Pourvu d'une nouvelle paire de souliers par une âme
charitable, Antonio s'est caché à la périphérie
de la ville dans l'attente d'un train de marchandises à
destination du nord. Comme le convoi passait à petite
vitesse, d'autres hommes sont sortis des buissons et des bois
longeant la voie. En peu de temps, des centaines d'individus
avaient pris d'assaut les wagons, s'agrippant aux échelles
pour grimper sur le toit. Certains glissaient, puis disparaissaient
dans un hurlement sous les roues du train — l'un d'eux
sous les yeux d'Antonio.
Quatre heures plus tard, un bataillon de policiers de l'immigration
— la migra — a stoppé le train et quelque
500 clandestins se sont dispersés dans la nature. Antonio
s'est caché dans un champ. Bientôt, il a entendu
les cris d'hommes battus par leurs poursuivants. Après
une nuit à la belle étoile, il est monté
sur un autre convoi de marchandises, à nouveau rejoint
par des foules d'hommes sortis des prés et des bosquets.

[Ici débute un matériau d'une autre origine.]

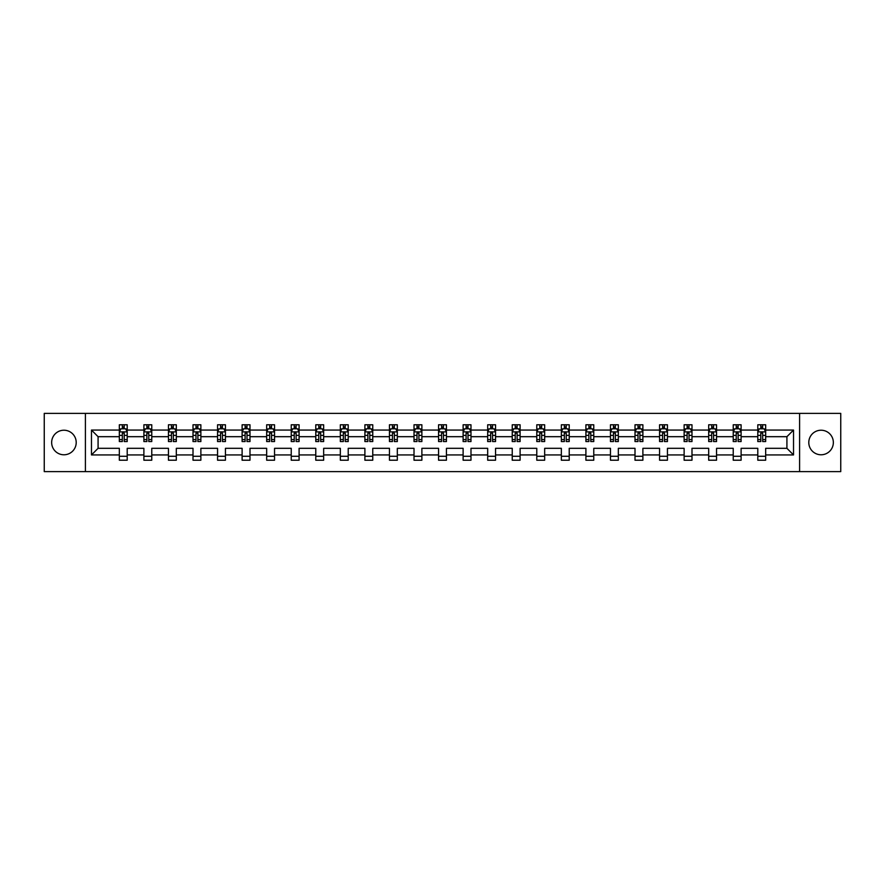 <?xml version="1.0" encoding="UTF-8"?>
<svg xmlns="http://www.w3.org/2000/svg" width="885" height="885" viewBox="0 0 885 885"><rect width="100%" height="100%" fill="white"/><g stroke="black" fill="none" stroke-linecap="round" stroke-linejoin="round"><path stroke-width="1.33" d="M821.07 430.221A12.279 12.279 0 0 0 808.79 442.5A12.279 12.279 0 0 0 821.07 454.779A12.279 12.279 0 0 0 833.349 442.5A12.279 12.279 0 0 0 821.07 430.221M63.93 430.221A12.279 12.279 0 0 0 51.651 442.5A12.279 12.279 0 0 0 63.93 454.779A12.279 12.279 0 0 0 76.21 442.5A12.279 12.279 0 0 0 63.93 430.221M799.586 413.383L44.25 413.383L44.25 471.616L840.75 471.616L840.75 413.383L799.586 413.383L799.586 471.616M765.669 454.934L765.669 448.319L786.92 448.319L793.524 454.934L765.669 454.934L765.669 460.211L757.792 460.211L757.792 454.934L741.11 454.934L741.11 460.211L733.234 460.211L733.234 454.934L716.551 454.934L716.551 460.211L708.686 460.211L708.686 454.934L691.993 454.934L691.993 460.211L684.127 460.211L684.127 454.934L667.445 454.934L667.445 460.211L659.568 460.211L659.568 454.934L642.886 454.934L642.886 460.211L635.01 460.211L635.01 454.934L618.327 454.934L618.327 460.211L610.462 460.211L610.462 454.934L593.769 454.934L593.769 460.211L585.903 460.211L585.903 454.934L569.221 454.934L569.221 460.211L561.344 460.211L561.344 454.934L544.662 454.934L544.662 460.211L536.786 460.211L536.786 454.934L520.103 454.934L520.103 460.211L512.238 460.211L512.238 454.934L495.545 454.934L495.545 460.211L487.679 460.211L487.679 454.934L470.986 454.934L470.986 460.211L463.12 460.211L463.12 454.934L446.438 454.934L446.438 460.211L438.562 460.211L438.562 454.934L421.88 454.934L421.88 460.211L414.014 460.211L414.014 454.934L397.321 454.934L397.321 460.211L389.455 460.211L389.455 454.934L372.762 454.934L372.762 460.211L364.897 460.211L364.897 454.934L348.214 454.934L348.214 460.211L340.338 460.211L340.338 454.934L323.656 454.934L323.656 460.211L315.779 460.211L315.779 454.934L299.097 454.934L299.097 460.211L291.231 460.211L291.231 454.934L274.538 454.934L274.538 460.211L266.673 460.211L266.673 454.934L249.99 454.934L249.99 460.211L242.114 460.211L242.114 454.934L225.432 454.934L225.432 460.211L217.555 460.211L217.555 454.934L200.873 454.934L200.873 460.211L193.007 460.211L193.007 454.934L176.314 454.934L176.314 460.211L168.449 460.211L168.449 454.934L151.766 454.934L151.766 460.211L143.89 460.211L143.89 454.934L127.208 454.934L127.208 460.211L119.331 460.211L119.331 454.934L91.476 454.934L91.476 430.066L119.331 430.066L119.331 424.789L127.208 424.789L127.208 430.066L143.89 430.066L143.89 424.789L151.766 424.789L151.766 430.066L168.449 430.066L168.449 424.789L176.314 424.789L176.314 430.066L193.007 430.066L193.007 424.789L200.873 424.789L200.873 430.066L217.555 430.066L217.555 424.789L225.432 424.789L225.432 430.066L242.114 430.066L242.114 424.789L249.99 424.789L249.99 430.066L266.673 430.066L266.673 424.789L274.538 424.789L274.538 430.066L291.231 430.066L291.231 424.789L299.097 424.789L299.097 430.066L315.779 430.066L315.779 424.789L323.656 424.789L323.656 430.066L340.338 430.066L340.338 424.789L348.214 424.789L348.214 430.066L364.897 430.066L364.897 424.789L372.762 424.789L372.762 430.066L389.455 430.066L389.455 424.789L397.321 424.789L397.321 430.066L414.014 430.066L414.014 424.789L421.88 424.789L421.88 430.066L438.562 430.066L438.562 424.789L446.438 424.789L446.438 430.066L463.12 430.066L463.12 424.789L470.986 424.789L470.986 430.066L487.679 430.066L487.679 424.789L495.545 424.789L495.545 430.066L512.238 430.066L512.238 424.789L520.103 424.789L520.103 430.066L536.786 430.066L536.786 424.789L544.662 424.789L544.662 430.066L561.344 430.066L561.344 424.789L569.221 424.789L569.221 430.066L585.903 430.066L585.903 424.789L593.769 424.789L593.769 430.066L610.462 430.066L610.462 424.789L618.327 424.789L618.327 430.066L635.01 430.066L635.01 424.789L642.886 424.789L642.886 430.066L659.568 430.066L659.568 424.789L667.445 424.789L667.445 430.066L684.127 430.066L684.127 424.789L691.993 424.789L691.993 430.066L708.686 430.066L708.686 424.789L716.551 424.789L716.551 430.066L733.234 430.066L733.234 424.789L741.11 424.789L741.11 430.066L757.792 430.066L757.792 424.789L765.669 424.789L765.669 430.066L793.524 430.066L793.524 454.934M85.414 471.616L85.414 413.383M757.792 430.066L757.792 436.681L741.11 436.681L741.11 430.066M741.11 454.934L741.11 448.319L757.792 448.319L757.792 454.934M733.234 430.066L733.234 436.681L716.551 436.681L716.551 430.066M716.551 454.934L716.551 448.319L733.234 448.319L733.234 454.934M708.686 430.066L708.686 436.681L691.993 436.681L691.993 430.066M691.993 454.934L691.993 448.319L708.686 448.319L708.686 454.934M684.127 430.066L684.127 436.681L667.445 436.681L667.445 430.066M667.445 454.934L667.445 448.319L684.127 448.319L684.127 454.934M659.568 430.066L659.568 436.681L642.886 436.681L642.886 430.066M642.886 454.934L642.886 448.319L659.568 448.319L659.568 454.934M635.01 430.066L635.01 436.681L618.327 436.681L618.327 430.066M618.327 454.934L618.327 448.319L635.01 448.319L635.01 454.934M610.462 430.066L610.462 436.681L593.769 436.681L593.769 430.066M593.769 454.934L593.769 448.319L610.462 448.319L610.462 454.934M585.903 430.066L585.903 436.681L569.221 436.681L569.221 430.066M569.221 454.934L569.221 448.319L585.903 448.319L585.903 454.934M561.344 430.066L561.344 436.681L544.662 436.681L544.662 430.066M544.662 454.934L544.662 448.319L561.344 448.319L561.344 454.934M536.786 430.066L536.786 436.681L520.103 436.681L520.103 430.066M520.103 454.934L520.103 448.319L536.786 448.319L536.786 454.934M512.238 430.066L512.238 436.681L495.545 436.681L495.545 430.066M495.545 454.934L495.545 448.319L512.238 448.319L512.238 454.934M487.679 430.066L487.679 436.681L470.986 436.681L470.986 430.066M470.986 454.934L470.986 448.319L487.679 448.319L487.679 454.934M463.12 430.066L463.12 436.681L446.438 436.681L446.438 430.066M446.438 454.934L446.438 448.319L463.12 448.319L463.12 454.934M438.562 430.066L438.562 436.681L421.88 436.681L421.88 430.066M421.88 454.934L421.88 448.319L438.562 448.319L438.562 454.934M414.014 430.066L414.014 436.681L397.321 436.681L397.321 430.066M397.321 454.934L397.321 448.319L414.014 448.319L414.014 454.934M389.455 430.066L389.455 436.681L372.762 436.681L372.762 430.066M372.762 454.934L372.762 448.319L389.455 448.319L389.455 454.934M364.897 430.066L364.897 436.681L348.214 436.681L348.214 430.066M348.214 454.934L348.214 448.319L364.897 448.319L364.897 454.934M340.338 430.066L340.338 436.681L323.656 436.681L323.656 430.066M323.656 454.934L323.656 448.319L340.338 448.319L340.338 454.934M315.779 430.066L315.779 436.681L299.097 436.681L299.097 430.066M299.097 454.934L299.097 448.319L315.779 448.319L315.779 454.934M291.231 430.066L291.231 436.681L274.538 436.681L274.538 430.066M274.538 454.934L274.538 448.319L291.231 448.319L291.231 454.934M266.673 430.066L266.673 436.681L249.99 436.681L249.99 430.066M249.99 454.934L249.99 448.319L266.673 448.319L266.673 454.934M242.114 430.066L242.114 436.681L225.432 436.681L225.432 430.066M225.432 454.934L225.432 448.319L242.114 448.319L242.114 454.934M217.555 430.066L217.555 436.681L200.873 436.681L200.873 430.066M200.873 454.934L200.873 448.319L217.555 448.319L217.555 454.934M193.007 430.066L193.007 436.681L176.314 436.681L176.314 430.066M176.314 454.934L176.314 448.319L193.007 448.319L193.007 454.934M168.449 430.066L168.449 436.681L151.766 436.681L151.766 430.066M151.766 454.934L151.766 448.319L168.449 448.319L168.449 454.934M143.89 430.066L143.89 436.681L127.208 436.681L127.208 430.066M127.208 454.934L127.208 448.319L143.89 448.319L143.89 454.934M119.331 430.066L119.331 436.681L98.08 436.681L98.08 448.319L119.331 448.319L119.331 454.934M91.476 430.066L98.08 436.681M786.92 448.319L786.92 436.681L765.669 436.681L765.669 430.066M760.79 428.727L762.671 428.727M736.231 428.727L738.123 428.727M711.673 428.727L713.564 428.727M687.114 428.727L689.006 428.727M662.555 428.727L664.447 428.727M638.008 428.727L639.888 428.727M613.449 428.727L615.341 428.727M588.89 428.727L590.782 428.727M564.331 428.727L566.223 428.727M539.784 428.727L541.664 428.727M515.225 428.727L517.117 428.727M490.666 428.727L492.558 428.727M466.107 428.727L467.999 428.727M441.56 428.727L443.44 428.727M417.001 428.727L418.893 428.727M392.442 428.727L394.334 428.727M367.883 428.727L369.775 428.727M343.336 428.727L345.216 428.727M318.777 428.727L320.669 428.727M294.218 428.727L296.11 428.727M269.659 428.727L271.551 428.727M245.112 428.727L246.992 428.727M220.553 428.727L222.445 428.727M195.994 428.727L197.886 428.727M171.436 428.727L173.327 428.727M146.877 428.727L148.768 428.727M122.329 428.727L124.21 428.727M119.331 456.273L127.208 456.273M143.89 456.273L151.766 456.273M168.449 456.273L176.314 456.273M193.007 456.273L200.873 456.273M217.555 456.273L225.432 456.273M242.114 456.273L249.99 456.273M266.673 456.273L274.538 456.273M291.231 456.273L299.097 456.273M315.779 456.273L323.656 456.273M340.338 456.273L348.214 456.273M364.897 456.273L372.762 456.273M389.455 456.273L397.321 456.273M414.014 456.273L421.88 456.273M438.562 456.273L446.438 456.273M463.12 456.273L470.986 456.273M487.679 456.273L495.545 456.273M512.238 456.273L520.103 456.273M536.786 456.273L544.662 456.273M561.344 456.273L569.221 456.273M585.903 456.273L593.769 456.273M610.462 456.273L618.327 456.273M635.01 456.273L642.886 456.273M659.568 456.273L667.445 456.273M684.127 456.273L691.993 456.273M708.686 456.273L716.551 456.273M733.234 456.273L741.11 456.273M757.792 456.273L765.669 456.273M98.08 448.319L91.476 454.934M793.524 430.066L786.92 436.681M124.21 426.835L122.329 426.835M120.814 428.993L119.331 428.993L119.331 424.789L122.329 424.789L122.329 428.805M119.331 439.579L119.331 441.56L122.329 441.56L122.329 439.579L119.331 439.579L119.331 436.681M127.208 436.681L127.208 441.56L124.21 441.56L124.21 433.13L122.329 433.13L122.329 439.579M125.725 428.993L127.208 428.993L127.208 424.789L124.21 424.789L124.21 428.805M127.208 431.957L125.637 428.805L120.913 428.805L119.331 431.957M148.768 426.835L146.877 426.835M145.372 428.993L143.89 428.993L143.89 424.789L146.877 424.789L146.877 428.805M143.89 439.579L143.89 441.56L146.877 441.56L146.877 439.579L143.89 439.579L143.89 436.681M151.766 436.681L151.766 441.56L148.768 441.56L148.768 433.13L146.877 433.13L146.877 439.579M150.284 428.993L151.766 428.993L151.766 424.789L148.768 424.789L148.768 428.805M151.766 431.957L150.184 428.805L145.461 428.805L143.89 431.957M173.327 426.835L171.436 426.835M169.931 428.993L168.449 428.993L168.449 424.789L171.436 424.789L171.436 428.805M168.449 439.579L168.449 441.56L171.436 441.56L171.436 439.579L168.449 439.579L168.449 436.681M176.314 436.681L176.314 441.56L173.327 441.56L173.327 433.13L171.436 433.13L171.436 439.579M174.843 428.993L176.314 428.993L176.314 424.789L173.327 424.789L173.327 428.805M176.314 431.957L174.743 428.805L170.02 428.805L168.449 431.957M197.886 426.835L195.994 426.835M194.479 428.993L193.007 428.993L193.007 424.789L195.994 424.789L195.994 428.805M193.007 439.579L193.007 441.56L195.994 441.56L195.994 439.579L193.007 439.579L193.007 436.681M200.873 436.681L200.873 441.56L197.886 441.56L197.886 433.13L195.994 433.13L195.994 439.579M199.391 428.993L200.873 428.993L200.873 424.789L197.886 424.789L197.886 428.805M200.873 431.957L199.302 428.805L194.578 428.805L193.007 431.957M222.445 426.835L220.553 426.835M219.037 428.993L217.555 428.993L217.555 424.789L220.553 424.789L220.553 428.805M217.555 439.579L217.555 441.56L220.553 441.56L220.553 439.579L217.555 439.579L217.555 436.681M225.432 436.681L225.432 441.56L222.445 441.56L222.445 433.13L220.553 433.13L220.553 439.579M223.949 428.993L225.432 428.993L225.432 424.789L222.445 424.789L222.445 428.805M225.432 431.957L223.861 428.805L219.137 428.805L217.555 431.957M246.992 426.835L245.112 426.835M243.596 428.993L242.114 428.993L242.114 424.789L245.112 424.789L245.112 428.805M242.114 439.579L242.114 441.56L245.112 441.56L245.112 439.579L242.114 439.579L242.114 436.681M249.99 436.681L249.99 441.56L246.992 441.56L246.992 433.13L245.112 433.13L245.112 439.579M248.508 428.993L249.99 428.993L249.99 424.789L246.992 424.789L246.992 428.805M249.99 431.957L248.408 428.805L243.685 428.805L242.114 431.957M271.551 426.835L269.659 426.835M268.155 428.993L266.673 428.993L266.673 424.789L269.659 424.789L269.659 428.805M266.673 439.579L266.673 441.56L269.659 441.56L269.659 439.579L266.673 439.579L266.673 436.681M274.538 436.681L274.538 441.56L271.551 441.56L271.551 433.13L269.659 433.13L269.659 439.579M273.067 428.993L274.538 428.993L274.538 424.789L271.551 424.789L271.551 428.805M274.538 431.957L272.967 428.805L268.243 428.805L266.673 431.957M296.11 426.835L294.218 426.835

Agrippés aux échelles, debout entre deux wagons
ou perchés sur les étroites passerelles qui
flanquent les wagons-citernes, Antonio et ses compagnons ne
pouvaient songer à boire ni à manger. "Plutôt
mourir de faim que d'abandonner le train", s’était
dit Antonio.
Ceux qui ne parvenaient pas à rester éveillés
toute la nuit tombaient en marche. Antonio pouvait voir les
corps des malheureux rebondir et rouler sur le bas-côté.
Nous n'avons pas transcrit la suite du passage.